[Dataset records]

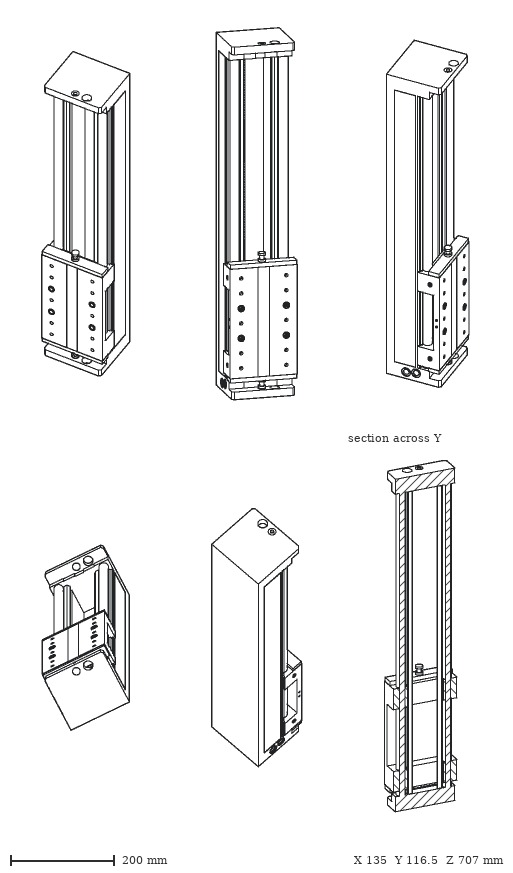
import cadquery as cq


total_height = 707.0
stop_projection = 1.5
upper_stop_projection = 2.0
base_bottom = stop_projection
body_width = 126.5
half_body = body_width / 2
cap_height = 32.5
cap_reach = 92.0
flange_thickness = 15.5
flange_reach = 115.0
flange_chamfer = 4.0
back_thickness = 17.0
lower_rail_bottom = base_bottom + cap_height
upper_rail_top = total_height - cap_height

relief_depth = 1.0
cap_relief_width = 66.5
stop_relief_width = 19.0
stop_relief_depth = 2.0

channel_half = 27.0
rail_chamfer = 4.0
rail_land_outer = 37.5
rail_land_reach = 81.0
rod_seat_reach = 73.5
shoulder_reach = 71.0
shoulder_half = 59.5
seat_outer_half = 56.0
groove_reach = 68.0
groove_width = 7.0
groove_depth = 8.0
panel_reach = 62.0
panel_depth = 1.0
step_reach = 66.5

rod_diameter = 18.5
rod_x = 49.0
rod_reach = 81.0

ports = [(42.0, 15.0), (63.0, 18.5)]
port_diameter = 11.0
port_seat_diameter = 18.5
port_seat_depth = 2.0
port_depth = 28.0

stop_diameter = 15.0
stop_socket_diameter = 6.65
stop_socket_depth = 7.0
stop_reach = 102.0
side_hole_diameter = 18.5
side_hole_x = 25.5
bumper_neck_diameter = 8.5
bumper_disc_height = 4.0
bumper_neck_height = 8.5

carriage_width = 135.0
half_carriage = carriage_width / 2
carriage_length = 219.0
carriage_front = flange_reach
skirt_reach = 68.5
leg_length = 44.5
web_back = 102.5
end_plate_thickness = 8.5
end_plate_back = cap_reach
end_plate_inset = 1.0
bumper_length = 2 * bumper_disc_height + bumper_neck_height
lower_stop_top = base_bottom + flange_thickness + stop_projection
carriage_bottom = lower_stop_top + bumper_length + end_plate_thickness
carriage_middle = carriage_bottom + carriage_length / 2
carriage_end = carriage_length / 2 + end_plate_thickness
running_gap = 1.0
strip_width = 23.0
strip_depth = 0.35

outer_row = 3
hole_row_length = 179.5
hole_pitch = hole_row_length / (2 * outer_row)
hole_x = 45.0
thread_diameter = 6.5
thread_depth = 8.5
sleeve_rows = (-1, 1)
sleeve_diameter = 13.0
sleeve_bore = 8.0
sleeve_length = 6.5
sleeve_projection = 1.5
leg_hole_diameter = 8.5
leg_hole_bore = 4.0
leg_hole_seat_depth = 2.0
leg_hole_depth = 7.0
leg_hole_reach = 95.0
web_hole_diameter = 4.0
web_hole_depth = 5.0
web_hole_reach = 109.0
web_hole_offset = 8.0


def block(x_size, back, front, bottom, top):
    """Box centred on x = 0 between two reaches and two heights."""
    return cq.Workplane("XY").box(x_size, front - back, top - bottom).translate(
        (0, -(back + front) / 2, (bottom + top) / 2)
    )


def upright(diameter, x, reach, bottom, top):
    """Cylinder along Z."""
    return (
        cq.Workplane("XY", origin=(x, -reach, bottom)).circle(diameter / 2).extrude(top - bottom)
    )


def frontal(diameter, x, z, back, front):
    """Cylinder along Y between two reaches."""
    return (
        cq.Workplane("XZ", origin=(x, -back, z)).circle(diameter / 2).extrude(front - back)
    )


def sideways(diameter, x_start, length, reach, z):
    """Cylinder along +X from x_start."""
    return (
        cq.Workplane("YZ", origin=(x_start, -reach, z)).circle(diameter / 2).extrude(length)
    )


def cap(bottom, top, flange_bottom, flange_top):
    """End cap with a flange over its front, holes for the stop and the plain hole beside it."""
    flange = block(body_width, back_thickness, flange_reach, flange_bottom, flange_top)
    flange = flange.faces("<Y").edges("|Z").chamfer(flange_chamfer)
    body = block(body_width, 0, cap_reach, bottom, top)
    open_bottom, open_top = (bottom, flange_bottom) if flange_top == top else (flange_top, top)
    body = body.cut(
        block(cap_relief_width, cap_reach - relief_depth, cap_reach, open_bottom, open_top)
    ).union(flange)
    body = body.cut(upright(stop_diameter, 0, stop_reach, flange_bottom, flange_top))
    return body.cut(
        upright(side_hole_diameter, side_hole_x, stop_reach, flange_bottom, flange_top)
    )


def rail_section(side):
    """Side rail outline for side = -1 (left) or 1 (right), from the channel outward."""
    inset_half = half_body - panel_depth
    points = [
        (channel_half, back_thickness),
        (channel_half, groove_reach),
        (channel_half + groove_depth, groove_reach),
        (channel_half + groove_depth, groove_reach + groove_width),
        (channel_half, groove_reach + groove_width),
        (channel_half, rail_land_reach - rail_chamfer),
        (channel_half + rail_chamfer, rail_land_reach),
        (rail_land_outer, rail_land_reach),
        (rail_land_outer, rod_seat_reach),
        (seat_outer_half, rod_seat_reach),
        (shoulder_half, shoulder_reach),
        (inset_half, shoulder_reach),
        (inset_half, step_reach),
        (half_body, step_reach),
        (half_body, panel_reach),
        (inset_half, panel_reach),
        (inset_half, back_thickness),
    ]
    return [(side * x, -reach) for x, reach in points]


def make_stator():
    base_flange_top = base_bottom + flange_thickness
    top_flange_bottom = total_height - flange_thickness
    stator = block(body_width, 0, back_thickness, base_bottom, total_height)
    stator = stator.union(cap(base_bottom, lower_rail_bottom, base_bottom, base_flange_top))
    upper_cap = cap(upper_rail_top, total_height, top_flange_bottom, total_height)
    relief_back = cap_reach - stop_relief_depth
    stop_relief = block(
        stop_relief_width, relief_back, cap_reach, upper_rail_top, top_flange_bottom
    )
    stator = stator.union(upper_cap.cut(stop_relief))
    for side in (-1, 1):
        rail = (
            cq.Workplane("XY", origin=(0, 0, lower_rail_bottom))
            .polyline(rail_section(side))
            .close()
            .extrude(upper_rail_top - lower_rail_bottom)
        )
        rod = upright(rod_diameter, side * rod_x, rod_reach, lower_rail_bottom, upper_rail_top)
        stator = stator.union(rail).union(rod)
    for reach, height in ports:
        z = base_bottom + height
        stator = stator.cut(sideways(port_diameter, -half_body, port_depth, reach, z))
        stator = stator.cut(sideways(port_seat_diameter, -half_body, port_seat_depth, reach, z))
    return stator


def make_carriage():
    bottom = carriage_middle - carriage_length / 2
    top = carriage_middle + carriage_length / 2
    carriage = block(carriage_width, skirt_reach, carriage_front, bottom, top)
    carriage = carriage.cut(
        block(carriage_width, skirt_reach, web_back, bottom + leg_length, top - leg_length)
    )
    plates = block(
        carriage_width - 2 * end_plate_inset,
        end_plate_back,
        carriage_front - end_plate_inset,
        carriage_middle - carriage_end,
        carriage_middle + carriage_end,
    )
    carriage = carriage.union(plates.cut(block(carriage_width, 0, carriage_front, bottom, top)))
    for half_width, reach in (
        (half_body, shoulder_reach),
        (shoulder_half, rod_seat_reach),
        (rail_land_outer, rail_land_reach),
    ):
        carriage = carriage.cut(
            block(2 * (half_width + running_gap), 0, reach + running_gap, bottom, top)
        )
    for side in (-1, 1):
        carriage = carriage.cut(upright(rod_diameter, side * rod_x, rod_reach, bottom, top))
    carriage = carriage.cut(
        block(strip_width, carriage_front - strip_depth, carriage_front, bottom, top)
    )
    return cut_side_holes(cut_front_holes(carriage))


def cut_front_holes(carriage):
    """Two columns of tapped holes; those next to the middle row take sleeves."""
    for side in (-1, 1):
        for row in range(-outer_row, outer_row + 1):
            x = side * hole_x
            z = carriage_middle + row * hole_pitch
            hole = frontal(thread_diameter, x, z, carriage_front - thread_depth, carriage_front)
            carriage = carriage.cut(hole)
            if row in sleeve_rows:
                seat_back = carriage_front + sleeve_projection - sleeve_length
                carriage = carriage.cut(frontal(sleeve_diameter, x, z, seat_back, carriage_front))
    return carriage


def cut_side_holes(carriage):
    """Stepped hole in each leg and a pair of small holes in the web, on the left side."""
    leg_offset = (carriage_length - leg_length) / 2
    for direction in (-1, 1):
        leg_z = carriage_middle + direction * leg_offset
        web_z = carriage_middle + direction * web_hole_offset
        for diameter, depth, reach, z in (
            (leg_hole_diameter, leg_hole_seat_depth, leg_hole_reach, leg_z),
            (leg_hole_bore, leg_hole_depth, leg_hole_reach, leg_z),
            (web_hole_diameter, web_hole_depth, web_hole_reach, web_z),
        ):
            carriage = carriage.cut(sideways(diameter, -half_carriage, depth, reach, z))
    return carriage


def make_sleeve(side, row):
    """Centring sleeve standing slightly proud of the carriage face."""
    x = side * hole_x
    z = carriage_middle + row * hole_pitch
    front = carriage_front + sleeve_projection
    back = front - sleeve_length
    return frontal(sleeve_diameter, x, z, back, front).cut(frontal(sleeve_bore, x, z, back, front))


def make_stop(bottom, top):
    """Stop screw through a flange, with a socket in its upper end."""
    stop = upright(stop_diameter, 0, stop_reach, bottom, top)
    return stop.cut(upright(stop_socket_diameter, 0, stop_reach, top - stop_socket_depth, top))


def make_bumper(direction):
    """Spool-shaped bumper on the upper (1) or lower (-1) end plate."""
    start = carriage_middle + direction * carriage_end
    bumper = None
    for diameter, height in (
        (stop_diameter, bumper_disc_height),
        (bumper_neck_diameter, bumper_neck_height),
        (stop_diameter, bumper_disc_height),
    ):
        end = start + direction * height
        piece = upright(diameter, 0, stop_reach, min(start, end), max(start, end))
        bumper = piece if bumper is None else bumper.union(piece)
        start = end
    return bumper


stator = make_stator()
carriage = make_carriage()
sleeves = [make_sleeve(side, row) for side in (-1, 1) for row in sleeve_rows]
stops = [
    make_stop(0, lower_stop_top),
    make_stop(total_height - flange_thickness - upper_stop_projection, total_height),
]
bumpers = [make_bumper(direction) for direction in (-1, 1)]

result = cq.Compound.makeCompound(
    [stator.val(), carriage.val()] + [body.val() for body in sleeves + stops + bumpers]
)

Activity: Lines with the word "stops" in them should be copied from the preceding records.

Expected answer:
stops = [
    [stator.val(), carriage.val()] + [body.val() for body in sleeves + stops + bumpers]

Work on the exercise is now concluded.